Question

Two dice are rolled. Determine the probability of the following.Rolling an even number or a number greater than 7

Answer 1

We are given that two dices are rolled. Since each dice has numbers from 1 to 6, the total possible outcomes are:

`\begin{gathered} (1,1)(1,2)(1,3)(1,4)(1,5)(1,6) \\ (2,1)(2,2)(2,3)(2,4)(2,5)(2,6) \\ (3,1)(3,2)(3,3)(3,4)(3,5)(3,6) \\ (4,1)(4,2)(4,3)(4,4)(4,5)(4,6) \\ (5,1)(5,2)(5,3)(5,4)(5,5)(5,6) \\ (6,1)(6,2)(6,3)(6,4)(6,5)(6,6) \end{gathered}`

We are asked to determine the probability of getting an even number or a number greater than 7.

To do that we will use the following relationship:

`P(A\text{ or B\rparen=}P(A)+P(B)`

Where:

`\begin{gathered} A=\text{ even number} \\ B=\text{ number greater than 7} \end{gathered}`

To determine the probability of getting an even number we need to determine the number of outcomes where there is an even number.
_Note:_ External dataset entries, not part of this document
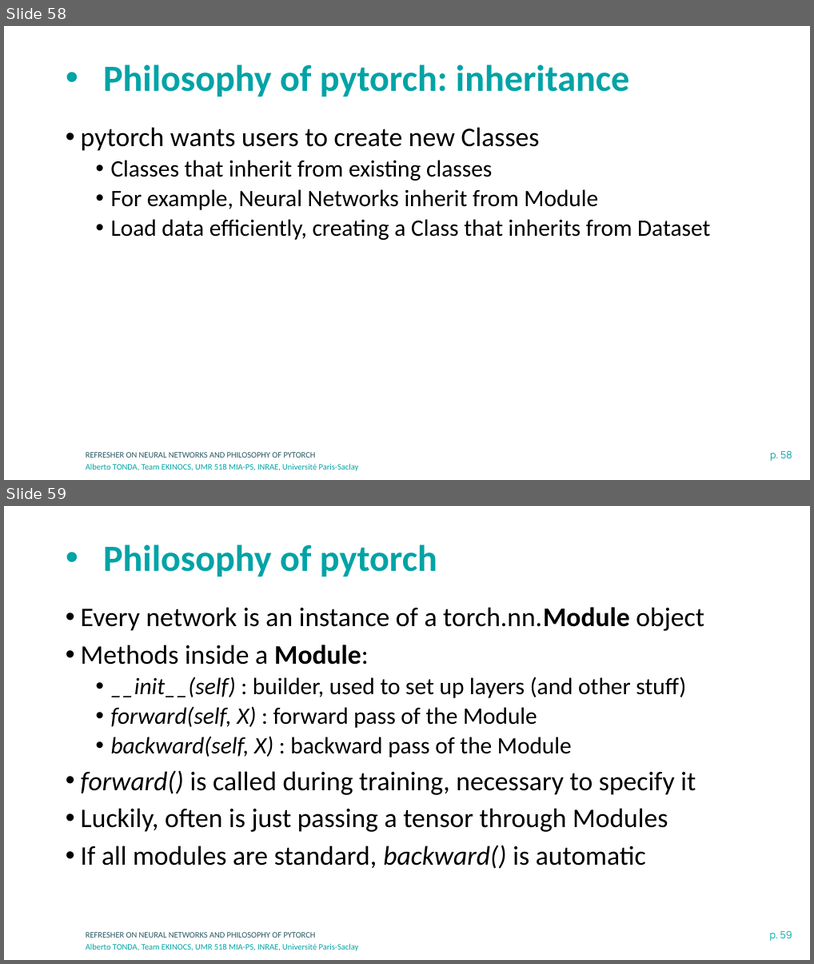
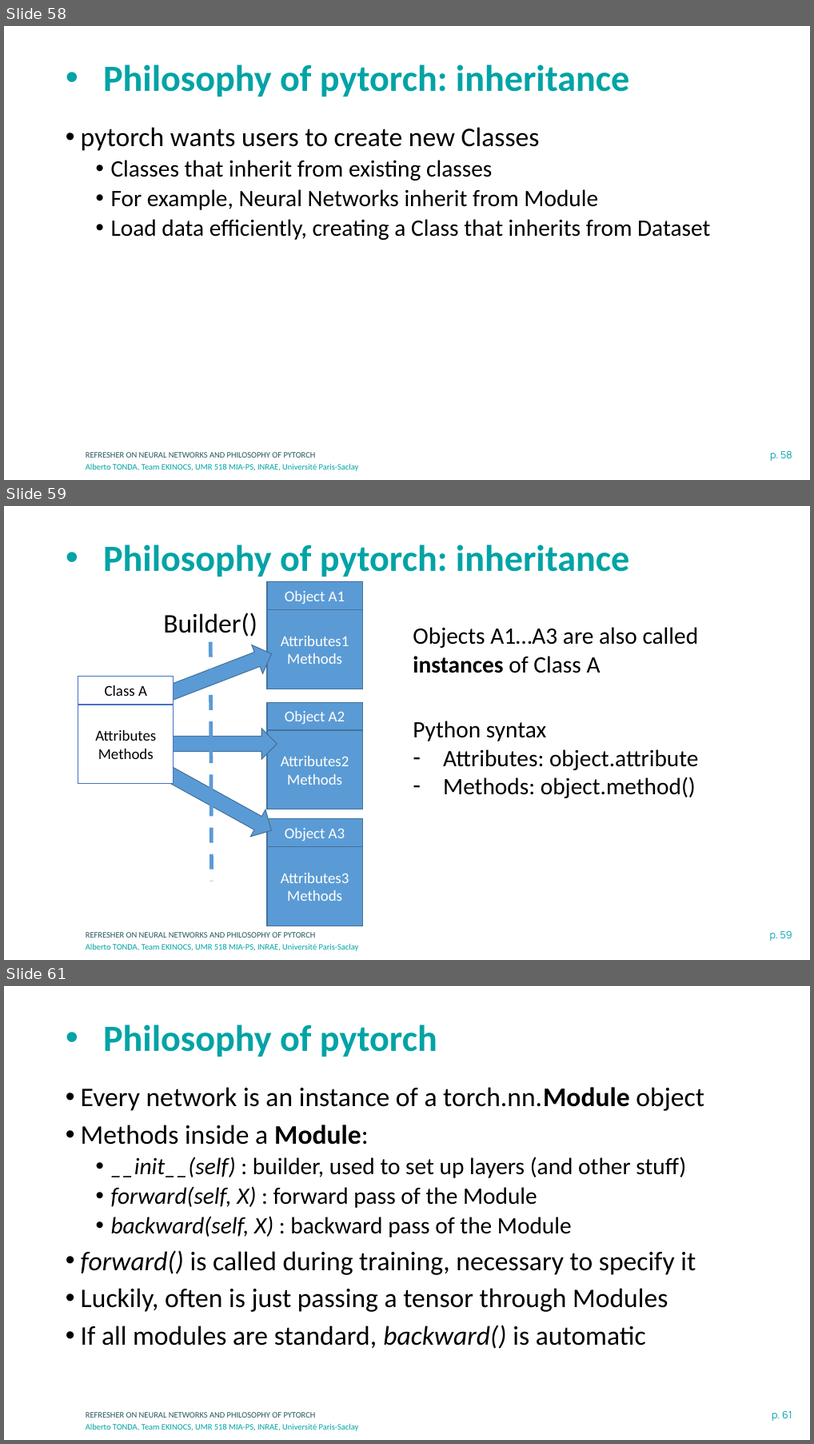
Before and after one commit to albertotonda/teaching, a slide deck: deep-learning-in-practice-with-pytorch/1-neural-networks-and-pytorch.pptx. Shown one above the other, each under a label of ours: slides 58 and 59 before the commit, slides 58, 59 and 61 after it; the slides between them are not shown. The pictures are 814x964 and 814x1444 pixels, drawn with LibreOffice and Linux fonts; fonts in the diff are those of the drawing; background and template pictures are left out. Boxes give left, top, right and bottom in pixels: in the first picture for what was removed or moved away, otherwise in the second. Text is boxed around its words. In the diff, an @@ line names an element or a change of style, - is before the commit and + after.

Commit message:
Corrections in the slides for the first class

```diff
--- a/deep-learning-in-practice-with-pytorch/1-neural-networks-and-pytorch.pptx
+++ b/deep-learning-in-practice-with-pytorch/1-neural-networks-and-pytorch.pptx
@@ slide 59 added at bbox=[4, 506, 810, 960], background #FFFFFF; not listed: 3 template elements that a slide beside it also shows @@
@@ title added at bbox=[103, 544, 630, 577], 44 pt, text #00A3A6, bold @@
+• Philosophy of pytorch: inheritance
@@ rectangle added at bbox=[267, 582, 362, 609], fill #5B9BD5, outline #43739E 1 pt, 18 pt, text #FFFFFF @@
+Object A1
@@ text added at bbox=[163, 612, 258, 636], 32 pt, text #000000 @@
+Builder()
@@ rectangle added at bbox=[267, 610, 362, 688], fill #5B9BD5, outline #43739E 1 pt, 18 pt, text #FFFFFF @@
+Attributes1
+Methods
@@ right arrow added at bbox=[158, 639, 278, 710], fill #5B9BD5, outline #43739E 1 pt @@
@@ line added from (211, 642) to (211, 881), #5B9BD5 4.5 pt dashed @@
@@ text added at bbox=[413, 627, 699, 673], 28 pt, text #000000 @@
+Objects A1…A3 are also called instances of Class A
@@ rectangle added at bbox=[78, 676, 174, 704], fill #FFFFFF, outline #4472C4 1 pt, 18 pt, text #000000 @@
+Class A
@@ rectangle added at bbox=[78, 704, 174, 783], fill #FFFFFF, outline #4472C4 1 pt, 18 pt, text #000000 @@
+Attributes
+Methods
@@ rectangle added at bbox=[267, 702, 362, 729], fill #5B9BD5, outline #43739E 1 pt, 18 pt, text #FFFFFF @@
+Object A2
@@ text added at bbox=[413, 720, 699, 798], 28 pt, text #000000 @@
+Python syntax
+– Attributes: object.attribute
+– Methods: object.method()
@@ right arrow added at bbox=[160, 728, 277, 760], fill #5B9BD5, outline #43739E 1 pt @@
@@ rectangle added at bbox=[267, 731, 362, 809], fill #5B9BD5, outline #43739E 1 pt, 18 pt, text #FFFFFF @@
+Attributes2
+Methods
@@ right arrow added at bbox=[162, 760, 279, 844], fill #5B9BD5, outline #43739E 1 pt @@
@@ rectangle added at bbox=[267, 819, 362, 846], fill #5B9BD5, outline #43739E 1 pt, 18 pt, text #FFFFFF @@
+Object A3
@@ rectangle added at bbox=[267, 847, 362, 925], fill #5B9BD5, outline #43739E 1 pt, 18 pt, text #FFFFFF @@
+Attributes3
+Methods
@@ what was slide 59 is now slide 61 @@
@@ page number at bbox=[772, 1410, 793, 1420]: text changed @@
-p. 59
+p. 61
```
Also in this commit, not shown: 3 slides changed, 1 other slide added, 4 other files.

Those outcomes are:

`\begin{gathered} (1,2)(1,4)(1,6) \\ (2,1)(2,2)(2,3)(2,4)(2,5)(2,6) \\ (3,2)(3,4)(3,6) \\ (4,1)(4,2)(4,3)(4,4)(4,5)(4,6) \\ (5,2)(5,4)(5,6) \\ (6,1)(6,2)(6,3)(6,4)(6,5)(6,6) \end{gathered}`

There are a total of 27 outcomes where there is an even number out of a total of 36 possible outcomes, therefore, the probability of getting an even number is:

`P(A)=(27)/(36)`

To determine the number of outcomes where there is a number greater than 7 we notice that since each dice is numbered from 1 to 6 this means that there is no number greater than 7 therefore, the probability is zero:

`P(B)=(0)/(36)=0`

Substituting in the formula for both probabilities we get:

`P(AorB)=(27)/(36)+0=(27)/(36)`

Therefore, the probability of getting an even number or a number greater than 7 is 27/36.